Después del mediodía se repitió la misma historia de la mañana, senderos imposibles llenos de piedras y caminos de tierra que atravesaban pequeños poblados karen, el culo y la espalda hechos polvo y la moto haciendo de las suyas pero aguantando el tirón. A todo esto había que añadir la falta de señales y la escasez de gente a la que preguntar la dirección en las bifurcaciones, lo que hizo que en un par de ocasiones tuviéramos que retroceder para incorporarnos al camino correcto. Solo vimos, y nos hizo mucha gracia, a tres occidentales con tres motos de cross muy bien equipados que se quedaron de piedra cuando nos vieron aparecer con la scooter. ¿Venís desde Mae Hong Son con esa moto? Vosotros sí que sois aventureros… Nos deseamos suerte mutua y nos largamos.
No fue hasta la tarde, al llegar a un camino de tierra roja, cuando la moto dijo basta. La pendiente era demasiada para subir con los dos encima. Me tocaba otra vez subir andando y encima ahora nos teníamos que tragar la tierra de los vehículos que por aquella zona eran más fáciles de ver. Así no íbamos a llegar nunca, así que se nos ocurrió preguntar a un coche que pasó lleno de gente de etnia karen si les importaba llevarme a mí un tramo para que Toni pudiese llegar con la moto hasta donde el camino fuese más practicable. Cargué la mochila conmigo y me senté como pude en el maletero junto a otras 5 personas. Los saltos allí arriba eran inevitables, y tenia que andar evitando clavarme en las piernas las herramientas que tenían por allí sueltas, entre ellas martillos y llaves, pero al menos aquello tiraba…
Los 2 primeros minutos pude ver como Toni nos seguía, pero pronto las nubes de tierra y de polvo hicieron que le perdiera de vista y al pasar por un par de bifurcaciones fue cuando me empecé a preocupar. ¿Llegaríamos los 2 al mismo lugar?

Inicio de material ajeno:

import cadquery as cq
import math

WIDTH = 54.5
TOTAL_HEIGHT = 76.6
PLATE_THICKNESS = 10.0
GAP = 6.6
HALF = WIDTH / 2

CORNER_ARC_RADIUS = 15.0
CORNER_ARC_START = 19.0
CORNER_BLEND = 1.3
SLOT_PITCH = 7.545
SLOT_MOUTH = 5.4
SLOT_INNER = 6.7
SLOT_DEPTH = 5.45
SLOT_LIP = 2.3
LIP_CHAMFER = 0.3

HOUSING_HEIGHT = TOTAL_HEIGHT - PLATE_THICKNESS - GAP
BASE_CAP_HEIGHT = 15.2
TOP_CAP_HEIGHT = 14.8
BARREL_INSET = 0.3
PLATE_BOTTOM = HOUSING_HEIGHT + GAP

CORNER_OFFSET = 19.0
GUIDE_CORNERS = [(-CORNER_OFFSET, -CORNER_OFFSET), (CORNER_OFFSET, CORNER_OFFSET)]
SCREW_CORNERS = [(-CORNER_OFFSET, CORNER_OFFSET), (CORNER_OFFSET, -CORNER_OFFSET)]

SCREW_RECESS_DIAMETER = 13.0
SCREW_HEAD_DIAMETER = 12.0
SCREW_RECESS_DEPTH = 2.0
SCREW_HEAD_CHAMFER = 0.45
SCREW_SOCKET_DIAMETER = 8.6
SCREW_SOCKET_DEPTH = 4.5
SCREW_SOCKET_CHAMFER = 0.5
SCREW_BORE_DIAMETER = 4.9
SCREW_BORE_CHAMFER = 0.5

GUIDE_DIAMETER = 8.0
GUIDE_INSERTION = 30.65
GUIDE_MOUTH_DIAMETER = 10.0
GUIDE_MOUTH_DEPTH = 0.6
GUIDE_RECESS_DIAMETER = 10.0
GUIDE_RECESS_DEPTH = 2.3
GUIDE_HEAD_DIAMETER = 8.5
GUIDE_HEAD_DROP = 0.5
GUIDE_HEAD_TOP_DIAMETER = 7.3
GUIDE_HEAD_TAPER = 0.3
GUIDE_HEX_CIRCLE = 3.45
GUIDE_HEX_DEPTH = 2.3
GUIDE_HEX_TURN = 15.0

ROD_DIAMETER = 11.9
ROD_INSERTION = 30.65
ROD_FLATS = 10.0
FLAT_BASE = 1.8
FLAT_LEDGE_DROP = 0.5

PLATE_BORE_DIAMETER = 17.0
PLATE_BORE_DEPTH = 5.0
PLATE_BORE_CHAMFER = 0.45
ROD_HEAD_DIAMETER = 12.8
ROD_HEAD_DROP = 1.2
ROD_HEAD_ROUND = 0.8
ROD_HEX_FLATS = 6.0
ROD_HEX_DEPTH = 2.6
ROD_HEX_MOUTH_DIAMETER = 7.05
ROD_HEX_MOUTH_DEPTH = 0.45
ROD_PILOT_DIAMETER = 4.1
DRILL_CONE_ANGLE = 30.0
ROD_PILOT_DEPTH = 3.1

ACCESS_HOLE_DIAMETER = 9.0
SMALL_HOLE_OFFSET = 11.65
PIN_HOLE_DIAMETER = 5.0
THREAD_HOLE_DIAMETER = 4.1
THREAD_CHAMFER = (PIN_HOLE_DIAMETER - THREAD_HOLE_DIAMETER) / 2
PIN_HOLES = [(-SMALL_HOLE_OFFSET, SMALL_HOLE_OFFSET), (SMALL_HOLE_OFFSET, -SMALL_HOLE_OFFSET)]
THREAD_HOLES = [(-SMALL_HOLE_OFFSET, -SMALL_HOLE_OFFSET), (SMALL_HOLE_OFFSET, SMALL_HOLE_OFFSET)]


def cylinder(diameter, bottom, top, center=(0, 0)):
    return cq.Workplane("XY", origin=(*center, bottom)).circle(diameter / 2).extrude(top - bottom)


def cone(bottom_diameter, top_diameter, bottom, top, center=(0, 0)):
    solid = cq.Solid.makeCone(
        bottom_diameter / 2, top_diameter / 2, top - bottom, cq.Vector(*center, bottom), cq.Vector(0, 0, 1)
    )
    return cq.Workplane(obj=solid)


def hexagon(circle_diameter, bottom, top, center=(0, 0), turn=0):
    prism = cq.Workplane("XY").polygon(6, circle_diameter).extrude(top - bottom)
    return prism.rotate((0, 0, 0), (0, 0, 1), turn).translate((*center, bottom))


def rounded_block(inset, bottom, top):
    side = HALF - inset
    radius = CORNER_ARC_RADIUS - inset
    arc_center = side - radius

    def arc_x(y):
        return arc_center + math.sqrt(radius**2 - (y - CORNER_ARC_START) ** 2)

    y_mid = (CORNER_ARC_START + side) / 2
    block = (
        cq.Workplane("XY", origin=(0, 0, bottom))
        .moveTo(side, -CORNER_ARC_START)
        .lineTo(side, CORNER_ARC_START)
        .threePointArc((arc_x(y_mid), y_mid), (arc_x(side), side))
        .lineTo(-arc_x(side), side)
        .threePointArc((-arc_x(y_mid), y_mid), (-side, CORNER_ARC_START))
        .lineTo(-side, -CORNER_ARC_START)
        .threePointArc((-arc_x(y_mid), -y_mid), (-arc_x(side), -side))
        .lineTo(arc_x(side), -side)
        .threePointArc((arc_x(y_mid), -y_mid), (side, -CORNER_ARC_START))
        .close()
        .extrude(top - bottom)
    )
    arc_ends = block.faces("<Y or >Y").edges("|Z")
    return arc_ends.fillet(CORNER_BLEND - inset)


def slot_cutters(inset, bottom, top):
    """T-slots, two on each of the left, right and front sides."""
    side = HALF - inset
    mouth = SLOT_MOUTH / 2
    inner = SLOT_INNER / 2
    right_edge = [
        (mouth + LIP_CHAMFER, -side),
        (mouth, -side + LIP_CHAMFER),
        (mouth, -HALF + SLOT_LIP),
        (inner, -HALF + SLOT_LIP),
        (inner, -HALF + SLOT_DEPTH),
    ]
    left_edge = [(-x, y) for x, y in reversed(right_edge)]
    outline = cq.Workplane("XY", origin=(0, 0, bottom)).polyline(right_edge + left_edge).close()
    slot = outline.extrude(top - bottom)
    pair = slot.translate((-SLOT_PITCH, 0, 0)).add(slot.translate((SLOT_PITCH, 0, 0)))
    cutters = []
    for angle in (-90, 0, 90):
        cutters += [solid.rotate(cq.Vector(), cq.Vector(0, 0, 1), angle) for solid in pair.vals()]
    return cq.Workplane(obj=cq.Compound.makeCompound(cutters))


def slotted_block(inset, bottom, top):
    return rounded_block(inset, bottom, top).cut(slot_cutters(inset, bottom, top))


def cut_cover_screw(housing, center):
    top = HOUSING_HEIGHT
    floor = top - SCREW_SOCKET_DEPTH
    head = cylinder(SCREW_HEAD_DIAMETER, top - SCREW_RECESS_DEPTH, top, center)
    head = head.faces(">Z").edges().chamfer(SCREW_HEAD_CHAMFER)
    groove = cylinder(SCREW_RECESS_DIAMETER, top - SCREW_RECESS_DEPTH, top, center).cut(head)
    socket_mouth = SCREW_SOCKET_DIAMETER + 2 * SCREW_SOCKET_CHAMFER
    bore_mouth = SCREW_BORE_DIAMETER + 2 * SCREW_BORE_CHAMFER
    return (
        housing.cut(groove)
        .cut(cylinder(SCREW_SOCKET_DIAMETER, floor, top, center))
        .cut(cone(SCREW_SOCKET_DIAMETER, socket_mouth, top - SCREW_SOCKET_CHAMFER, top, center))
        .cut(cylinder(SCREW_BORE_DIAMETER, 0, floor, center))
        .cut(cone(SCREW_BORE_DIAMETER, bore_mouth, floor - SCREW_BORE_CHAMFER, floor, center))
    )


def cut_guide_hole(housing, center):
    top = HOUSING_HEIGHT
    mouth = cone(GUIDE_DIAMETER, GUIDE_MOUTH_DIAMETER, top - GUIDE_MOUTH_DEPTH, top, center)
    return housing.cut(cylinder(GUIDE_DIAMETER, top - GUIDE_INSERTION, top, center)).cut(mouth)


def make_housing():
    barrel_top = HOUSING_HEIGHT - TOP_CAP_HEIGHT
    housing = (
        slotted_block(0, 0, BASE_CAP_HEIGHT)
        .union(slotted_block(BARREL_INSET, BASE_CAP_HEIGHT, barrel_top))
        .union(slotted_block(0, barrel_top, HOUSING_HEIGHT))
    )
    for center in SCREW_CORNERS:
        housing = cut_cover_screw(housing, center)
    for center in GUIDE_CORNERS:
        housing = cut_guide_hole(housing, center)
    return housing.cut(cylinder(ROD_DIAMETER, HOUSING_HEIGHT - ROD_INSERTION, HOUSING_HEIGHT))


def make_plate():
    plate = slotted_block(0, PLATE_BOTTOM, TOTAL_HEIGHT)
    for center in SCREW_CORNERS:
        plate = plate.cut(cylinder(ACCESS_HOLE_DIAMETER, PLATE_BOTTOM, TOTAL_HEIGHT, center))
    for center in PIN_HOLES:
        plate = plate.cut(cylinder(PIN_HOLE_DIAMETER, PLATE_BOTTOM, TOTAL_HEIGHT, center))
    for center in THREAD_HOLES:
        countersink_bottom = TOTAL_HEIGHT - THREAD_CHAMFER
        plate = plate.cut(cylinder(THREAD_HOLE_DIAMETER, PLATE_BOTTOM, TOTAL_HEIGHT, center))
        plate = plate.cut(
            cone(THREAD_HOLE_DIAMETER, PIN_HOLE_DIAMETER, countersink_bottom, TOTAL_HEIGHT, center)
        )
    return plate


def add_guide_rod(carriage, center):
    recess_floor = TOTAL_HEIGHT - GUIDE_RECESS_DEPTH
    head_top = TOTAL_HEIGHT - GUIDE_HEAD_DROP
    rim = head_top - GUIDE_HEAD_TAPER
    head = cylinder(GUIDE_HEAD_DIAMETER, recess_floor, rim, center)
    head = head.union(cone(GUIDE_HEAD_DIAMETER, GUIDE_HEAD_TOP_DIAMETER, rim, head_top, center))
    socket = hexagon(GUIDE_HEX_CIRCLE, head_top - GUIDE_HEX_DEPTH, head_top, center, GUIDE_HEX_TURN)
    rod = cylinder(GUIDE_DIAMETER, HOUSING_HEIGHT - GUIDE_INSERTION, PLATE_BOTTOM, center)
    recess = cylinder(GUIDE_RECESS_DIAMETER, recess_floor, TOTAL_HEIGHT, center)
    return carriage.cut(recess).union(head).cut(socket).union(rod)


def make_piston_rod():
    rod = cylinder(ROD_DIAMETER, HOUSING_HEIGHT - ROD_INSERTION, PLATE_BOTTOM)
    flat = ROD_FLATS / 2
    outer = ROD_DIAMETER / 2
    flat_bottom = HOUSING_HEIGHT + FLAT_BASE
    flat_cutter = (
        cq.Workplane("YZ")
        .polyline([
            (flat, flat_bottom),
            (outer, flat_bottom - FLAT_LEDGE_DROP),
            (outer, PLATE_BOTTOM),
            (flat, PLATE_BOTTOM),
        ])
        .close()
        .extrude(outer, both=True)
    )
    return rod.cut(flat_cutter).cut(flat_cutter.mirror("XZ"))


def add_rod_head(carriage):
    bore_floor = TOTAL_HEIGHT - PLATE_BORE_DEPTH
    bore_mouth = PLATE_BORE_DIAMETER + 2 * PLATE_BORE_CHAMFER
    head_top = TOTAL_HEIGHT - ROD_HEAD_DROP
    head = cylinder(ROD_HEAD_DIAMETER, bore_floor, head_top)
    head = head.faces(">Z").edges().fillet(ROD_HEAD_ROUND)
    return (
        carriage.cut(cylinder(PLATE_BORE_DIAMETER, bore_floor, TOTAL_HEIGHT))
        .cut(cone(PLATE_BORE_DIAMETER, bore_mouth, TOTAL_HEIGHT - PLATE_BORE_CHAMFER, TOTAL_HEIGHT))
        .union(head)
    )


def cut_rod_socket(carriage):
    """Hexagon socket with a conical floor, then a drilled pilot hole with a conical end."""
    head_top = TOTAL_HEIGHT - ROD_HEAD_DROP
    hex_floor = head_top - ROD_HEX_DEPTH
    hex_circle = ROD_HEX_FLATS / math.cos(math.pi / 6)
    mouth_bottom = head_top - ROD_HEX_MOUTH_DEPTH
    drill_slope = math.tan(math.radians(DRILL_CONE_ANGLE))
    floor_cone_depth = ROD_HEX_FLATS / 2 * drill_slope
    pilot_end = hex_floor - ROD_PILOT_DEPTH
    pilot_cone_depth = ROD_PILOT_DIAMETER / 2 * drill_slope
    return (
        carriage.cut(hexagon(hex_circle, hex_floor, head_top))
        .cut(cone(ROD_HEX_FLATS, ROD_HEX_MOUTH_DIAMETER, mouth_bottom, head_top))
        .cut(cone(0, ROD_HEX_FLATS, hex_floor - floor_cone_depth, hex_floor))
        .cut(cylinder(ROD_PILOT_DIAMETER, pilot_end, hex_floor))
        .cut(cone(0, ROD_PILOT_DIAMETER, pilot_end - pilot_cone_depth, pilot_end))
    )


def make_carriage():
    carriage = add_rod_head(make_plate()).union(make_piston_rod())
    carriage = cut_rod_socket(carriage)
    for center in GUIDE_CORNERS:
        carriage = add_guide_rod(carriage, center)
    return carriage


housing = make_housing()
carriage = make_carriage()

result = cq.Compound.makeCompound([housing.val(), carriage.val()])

Yo llevaba la mochila con la ropa, pero en la moto se habían quedado el teléfono y el dinero… Saqué todo el optimismo que supe de dentro de mí y pensé: me encontrará. Suerte que decidí pensar en positivo, porque 15 minutos más tarde pararon el coche en medio de la nada y el conductor me hizo un gesto para avisarme que habíamos llegado al lugar acordado… Tragué saliva, le di las gracias, salté del coche y me senté debajo de una señal. Toni tenía que llegar… Y milagrosamente, mucho antes de lo que hubiese predicho escuché la moto y vi llegar a Toni en medio de otra nube de polvo.

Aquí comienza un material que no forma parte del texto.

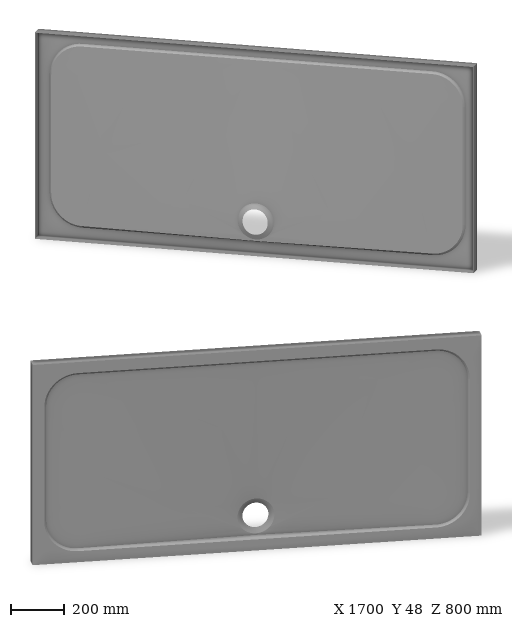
import cadquery as cq
import math

length = 1700.0
height = 48.0
width = 800.0
sheet = 2.0
half_height = height / 2

basin_margin = 45.0
flank_width = 8.0
flank_height = 8.0
basin_corner = 128.0
basin_fall = 16.2

drain_z = -272.0
collar_radius = 70.0
hole_radius = 50.0
collar_height = 10.0

plate_y = half_height - sheet
rim_y = plate_y - flank_height
drain_y = rim_y - basin_fall
collar_y = drain_y - collar_height
through_sheet = cq.Vector(0, sheet, 0)


def half_outline(margin, corner, y, dip=0):
    """Edges of the +X half of a rounded rectangle, running from the middle of its low-Z side to that
    of its high-Z side. The first edge starts lower in Y by the dip."""
    x = length / 2 - margin
    z = width / 2 - margin
    diagonal = corner * (1 - math.sqrt(0.5))
    return [
        cq.Edge.makeLine(cq.Vector(0, y - dip, -z), cq.Vector(x - corner, y, -z)),
        cq.Edge.makeThreePointArc(
            cq.Vector(x - corner, y, -z),
            cq.Vector(x - diagonal, y, -z + diagonal),
            cq.Vector(x, y, -z + corner),
        ),
        cq.Edge.makeLine(cq.Vector(x, y, -z + corner), cq.Vector(x, y, z - corner)),
        cq.Edge.makeThreePointArc(
            cq.Vector(x, y, z - corner),
            cq.Vector(x - diagonal, y, z - diagonal),
            cq.Vector(x - corner, y, z),
        ),
        cq.Edge.makeLine(cq.Vector(x - corner, y, z), cq.Vector(0, y, z)),
    ]


def half_circle(radius, y):
    """The +X half of a circle round the drain axis, running from low Z to high Z."""
    return cq.Edge.makeThreePointArc(
        cq.Vector(0, y, drain_z - radius),
        cq.Vector(radius, y, drain_z),
        cq.Vector(0, y, drain_z + radius),
    )


def joined(first, second):
    """Straight edges joining the starts and the ends of two chains of edges."""
    return [
        cq.Edge.makeLine(first[0].startPoint(), second[0].startPoint()),
        cq.Edge.makeLine(first[-1].endPoint(), second[-1].endPoint()),
    ]


def ruled(first, second):
    """Faces spanning two matching chains of edges."""
    return [cq.Face.makeRuledSurface(a, b) for a, b in zip(first, second)]


def half_skin():
    """The +X half of the dish's underside, from the foot of its flank to the drain hole."""
    foot = half_outline(basin_margin, basin_corner, plate_y)
    rim = half_outline(basin_margin + flank_width, basin_corner - flank_width, rim_y, basin_fall)
    collar_foot = [half_circle(collar_radius, drain_y)]
    collar_top = [half_circle(hole_radius, collar_y)]
    floor = cq.Face.makeNSidedSurface(rim + collar_foot + joined(rim, collar_foot), [], degree=2)
    return ruled(foot, rim) + [floor] + ruled(collar_foot, collar_top)


def mirrored(shapes):
    """The given +X shapes together with their -X mirror images."""
    return shapes + [shape.mirror("YZ") for shape in shapes]


def dish_faces():
    """Both sides of the dish, one sheet thickness apart along Y, and the edge of the drain hole."""
    skin = half_skin()
    hole_edge = half_circle(hole_radius, collar_y)
    hole_wall = cq.Face.makeRuledSurface(hole_edge, hole_edge.translate(through_sheet))
    return mirrored(skin + [face.translate(through_sheet) for face in skin] + [hole_wall])


def frame_faces():
    """Rim walls and the flat border of the floor, left open where the dish joins on."""
    block = cq.Workplane("XY").box(length, height, width)
    cavity = cq.Workplane("XY").box(length - 2 * sheet, height, width - 2 * sheet)
    outline = cq.Wire.combine(mirrored(half_outline(basin_margin, basin_corner, plate_y)))[0]
    opening = cq.Solid.extrudeLinear(outline, [], through_sheet)
    frame = block.cut(cavity.translate((0, -sheet, 0))).cut(cq.Workplane(obj=opening), clean=False)
    sheet_middle = (plate_y + half_height) / 2
    return [face for face in frame.faces().vals() if abs(face.Center().y - sheet_middle) > sheet / 4]


tray_shell = cq.Shell.makeShell(frame_faces() + dish_faces())
result = cq.Workplane(obj=cq.Solid.makeSolid(tray_shell).fix())

Pocos minutos después, y tras volver atrás en dos ocasiones al liarnos con los caminos, llegábamos a la ansiada carretera en buen estado. ¡Qué alegría ver asfalto! Llegar hasta Pai nos llevó otra hora más, pero el trayecto ya fue un paseo en lancha. Comparado con todo lo vivido horas antes aquella carretera parecía gloria. Menudo viajecito nos había pegado…
En los pueblos eran ya pocos los niños que seguían con los cubos de agua, pero todavía nos llevamos algún que otro chapuzón a unas horas en las que el sol ya se despedía y me empecé a congelar. Y fue así como, empapados, doloridos y cansados llegamos 7 horas después de nuestra salida de Mae Hong Son de nuevo a Pai. Todo el cabreo y la mala leche se me pasaron nada más entrar en sus calles, que tal y como lo habían hecho la primera vez, nos recibían alegres y coloridas. Dejamos la moto en su sitio y fuimos corriendo a la guesthouse a ducharnos y descansar un rato antes de salir a cenar. La odisea entre las montañas había terminado; ¡menudo alivio!
Por la noche nos despedimos de aquel precioso lugar y también de Lars, que se dirigía ya hacia Laos. A nosotros en cambio, después de quince días de viaje, nos empezaba a apetecer ir hacia el sur a ver playas, así que el día siguiente marcharíamos hacia Bangkok y de allí buscaríamos la manera de llegar a Koh Phangan. Si Pai nos había sorprendido muchísimo, esta isla todavía iba a hacerlo mucho más. Estábamos a punto de descubrir otro gran paraíso de Tailandia.